En Sıcak Konular

Karayılan ve Bayık'ı Öcalan mı tasfiye etti?

27 Ağustos 2011 12:57 tsi
Karayılan ve Bayık'ı Öcalan mı tasfiye etti? "Öcalan kendisini açığa düşüren PKK liderlerini tasfiye ediyor. Öcalan’ın liderliğini tartıştırmamak gibi bir özelliği olduğu da gözönüne alındığında ikinci ihtimalin de doğru olma olasılığı yüksektir."

Aşağıda yazacağım değerlendirmeler somut bir bilgiye dayanmıyor. Sadece sorunu uzun süredir takip eden biri olarak altıncı hislerimin beni yönlendirmesini yazacağım. Bir anlamda ”educated guess” yani ”deneyime dayalı tahmin” olarak okunmalı. Peşinen ifade edeyim fena halde yanılabilirim de.
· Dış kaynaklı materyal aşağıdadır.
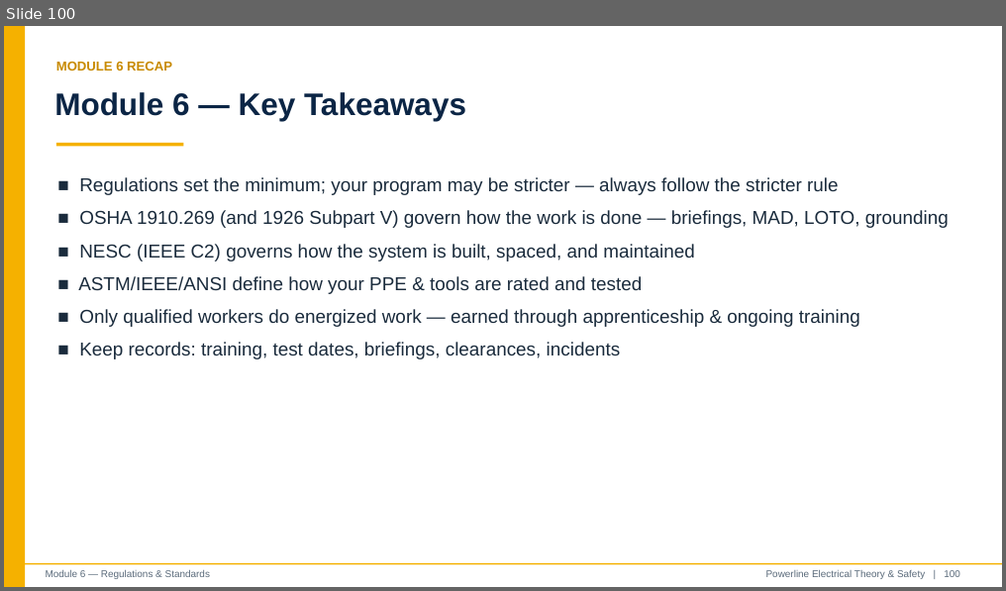
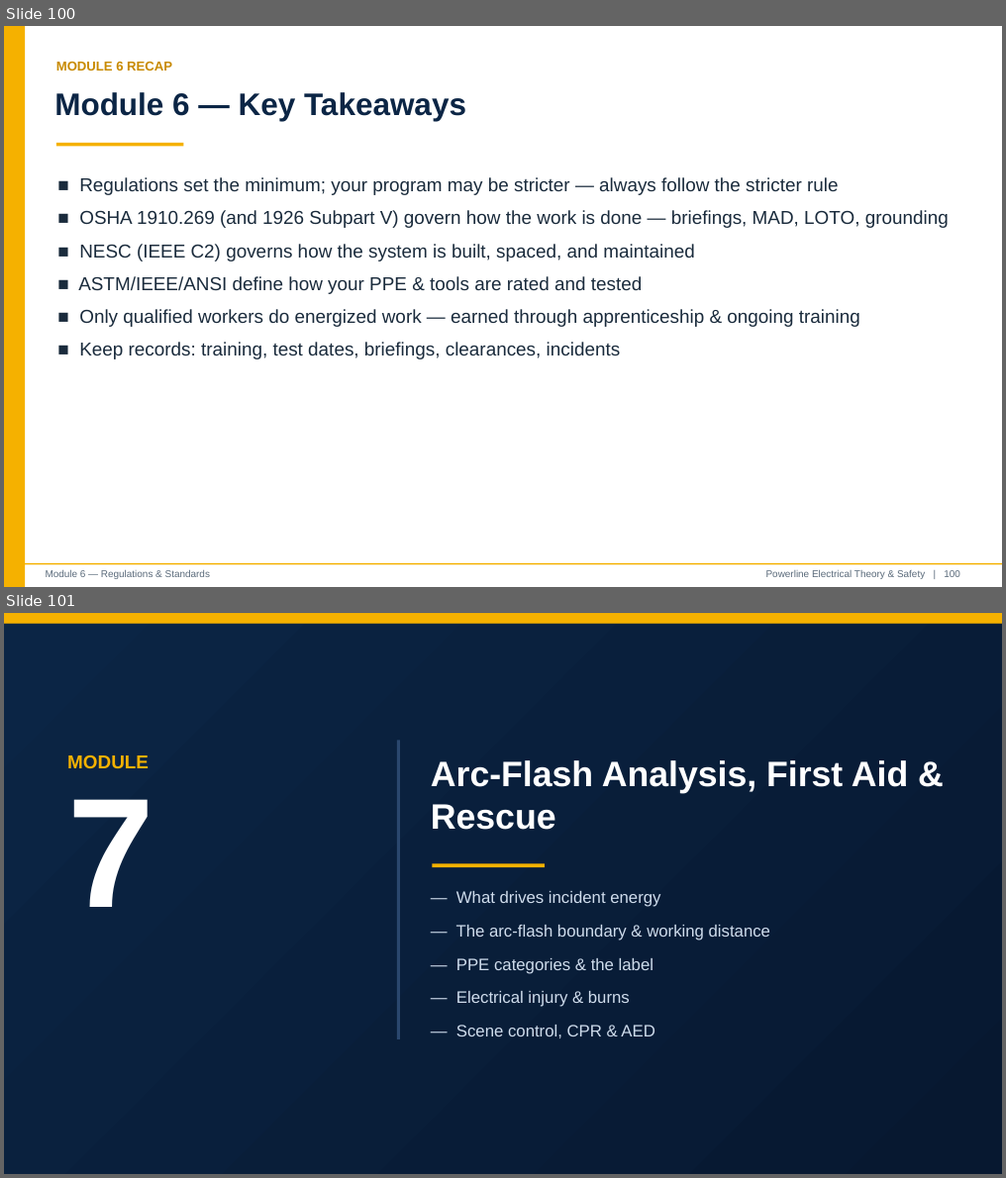
Before and after one commit to rpropp30/webcast-roku, a slide deck: training/Powerline_Electrical_Theory_and_Safety_Training.pptx. Shown one above the other, each under a label of ours: slide 100 before the commit, slides 100 and 101 after it. The pictures are 1006x591 and 1006x1178 pixels, drawn with LibreOffice and Linux fonts; fonts in the diff are those of the drawing. Boxes give left, top, right and bottom in pixels: in the first picture for what was removed or moved away, otherwise in the second. Text is boxed around its words. In the diff, an @@ line names an element or a change of style, - is before the commit and + after.

```diff
--- a/training/Powerline_Electrical_Theory_and_Safety_Training.pptx
+++ b/training/Powerline_Electrical_Theory_and_Safety_Training.pptx
@@ slide 101 added at (4, 613, 1002, 1174), background #FFFFFF @@
@@ rectangle added at (4, 613, 1002, 1174), fill gradient #0B2545 to #071830 @@
@@ rectangle added at (4, 613, 1002, 624), fill #F5B100 @@
@@ text added at (67, 756, 154, 907), 18 pt, text #F5B100, bold @@
+MODULE
+7
@@ rectangle added at (397, 741, 400, 1040), fill #2A476E @@
@@ text added at (431, 761, 908, 830), 34 pt, text #FFFFFF, bold @@
+Arc-Flash Analysis, First Aid & Rescue
@@ rectangle added at (433, 863, 545, 867), fill #F5B100 @@
@@ text added at (456, 891, 770, 1039), 16 pt, text #CFDCEC @@
+— What drives incident energy
+— The arc-flash boundary & working distance
+— PPE categories & the label
+— Electrical injury & burns
+— Scene control, CPR & AED
```
Also in this commit, not shown: 4 slides changed, 14 other slides added, 44 other files.

Bilindiği gibi Abdullah Öcalan uzun süredir avukatlarıyla görüşemiyor. Avukatları üzerinden kamuoyuna açık bilgiler paylaşamıyor. Bu süre içersinde BDP’liler de dâhil olmak üzere Öcalan ile görüşme girişimleri oldu ama ya hava muhalefet etti ya da gemi arızalandı. Bu arada örgüt kanadında tuhafıma giden bir sessizlik var. Normal koşullarda örgüt bu tip durumlarda sokakları hareketlendirir, hemen her gün polisle çatışmalar olur, molotoflar, parti binaları basmalar vs. olurdu. Hatırlayın bundan bir süre önce Abdullah Öcalan’ın yerinin değiştirilmesi sürecinde odası sadece 16 cm. küçülmüş olduğu için örgüt taraftarları ortalığı ayağa kaldırmıştı. Yine Öcalan, nefes almakta zorlanıyorum açıklamasını yapınca da ortalık ayağa kalkmış, sokaklar alev topuna dönmüştü. PKK liderleri arkası arkasına açıklamalar yapıyor tehditlerin bini bir paraya gidiyordu.

O dönem avukatlar en fazla birkaç haftalığına görüşememişti Öcalan’la. Ortalığın karıştığı o dönemde aslında İmralı denkleminde bir kayma yaşanmıştır. Öcalan’la görüşen ve ona birtakım telkinlerde bulunan heyet değişmiş inisiyatif sivillerin eline geçmişti. Belli ki Öcalan inisiyatifin yeni ekibe geçmesinden rahatsız olmuş ve önündeki belirsizliği bir mesaj ile yeni ekibe göstermeye çalışmıştı.


Şimdi durum eskisinden daha vahim görünüyor. Bir yanda devlet Kuzey Irak’ı bombalıyor, örgüt Ramazan ayında onlarca askerin canına kıydı. Hemen her gün çatışma haberleri geliyor ama nedense örgütün sokakları hareketlendirme durumu yok ortada. Diyarbakır’da yüzbinler sokaklara dökülüp Öcalan’ı ”tecrit”i protesto etmiyor, molotoflarla sokaklar alev topuna döndürülmüyor. Adeta PKK kanadında bir ”karabasan basması” duygusu var. Hani uykudayken karabasan basar ve bir türlü bağırıp kurtulamazsınız, mücadele edersiniz ama sesiniz çıkmaz ya, o duygu. PKK’nın en etkin olduğu sokakları esir almış gibi. Dağda çatışmalar, Kandil’de bombalar, lider kadrolar kayıp, bir tür dağınıklık hali ama sokaklar bir türlü bağıramıyor...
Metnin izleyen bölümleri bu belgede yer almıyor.